Given entries:
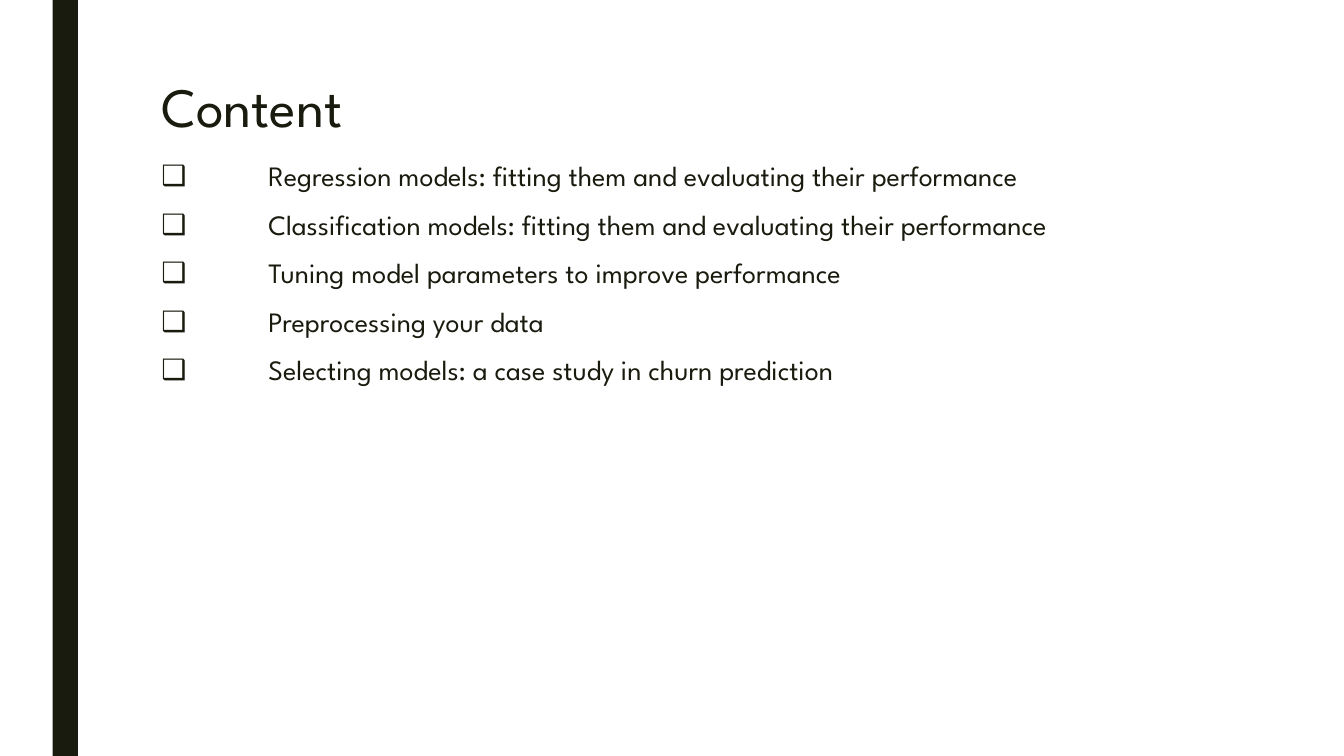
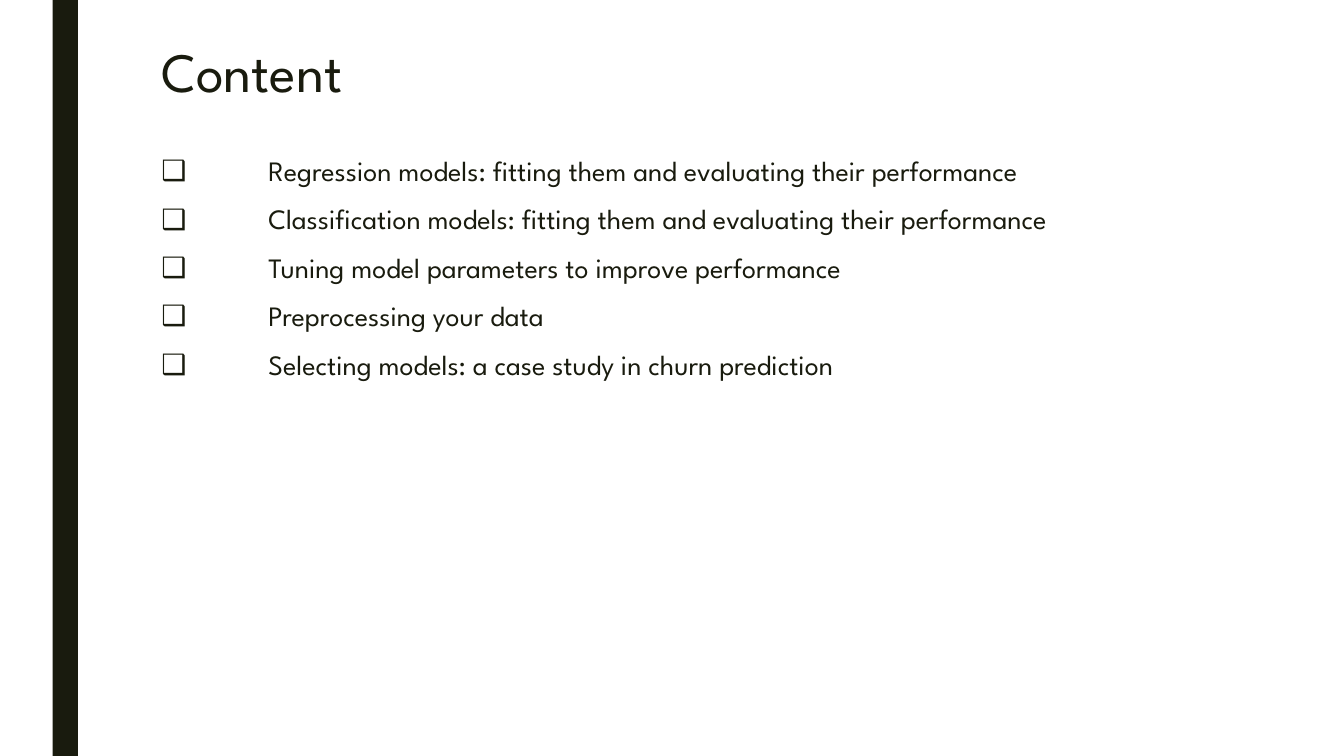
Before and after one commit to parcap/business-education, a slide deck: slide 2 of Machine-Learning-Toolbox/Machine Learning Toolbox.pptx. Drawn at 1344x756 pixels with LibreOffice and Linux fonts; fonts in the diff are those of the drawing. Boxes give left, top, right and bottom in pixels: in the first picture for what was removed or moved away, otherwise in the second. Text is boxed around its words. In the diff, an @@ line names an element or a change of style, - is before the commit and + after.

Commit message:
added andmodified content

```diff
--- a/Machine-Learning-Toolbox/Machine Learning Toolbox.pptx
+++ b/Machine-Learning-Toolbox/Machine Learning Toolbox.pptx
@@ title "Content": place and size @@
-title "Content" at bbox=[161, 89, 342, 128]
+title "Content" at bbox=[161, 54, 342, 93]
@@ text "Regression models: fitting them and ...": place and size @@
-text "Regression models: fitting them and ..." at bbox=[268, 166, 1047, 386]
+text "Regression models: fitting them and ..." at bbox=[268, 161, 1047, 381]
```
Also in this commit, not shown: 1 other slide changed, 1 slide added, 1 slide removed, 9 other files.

What to work on:
An exact copy of the entries above is required; pictures are not part of it.

Response below:
Before and after one commit to parcap/business-education, a slide deck: slide 2 of Machine-Learning-Toolbox/Machine Learning Toolbox.pptx. Drawn at 1344x756 pixels with LibreOffice and Linux fonts; fonts in the diff are those of the drawing. Boxes give left, top, right and bottom in pixels: in the first picture for what was removed or moved away, otherwise in the second. Text is boxed around its words. In the diff, an @@ line names an element or a change of style, - is before the commit and + after.

Commit message:
added andmodified content

```diff
--- a/Machine-Learning-Toolbox/Machine Learning Toolbox.pptx
+++ b/Machine-Learning-Toolbox/Machine Learning Toolbox.pptx
@@ title "Content": place and size @@
-title "Content" at bbox=[161, 89, 342, 128]
+title "Content" at bbox=[161, 54, 342, 93]
@@ text "Regression models: fitting them and ...": place and size @@
-text "Regression models: fitting them and ..." at bbox=[268, 166, 1047, 386]
+text "Regression models: fitting them and ..." at bbox=[268, 161, 1047, 381]
```
Also in this commit, not shown: 1 other slide changed, 1 slide added, 1 slide removed, 9 other files.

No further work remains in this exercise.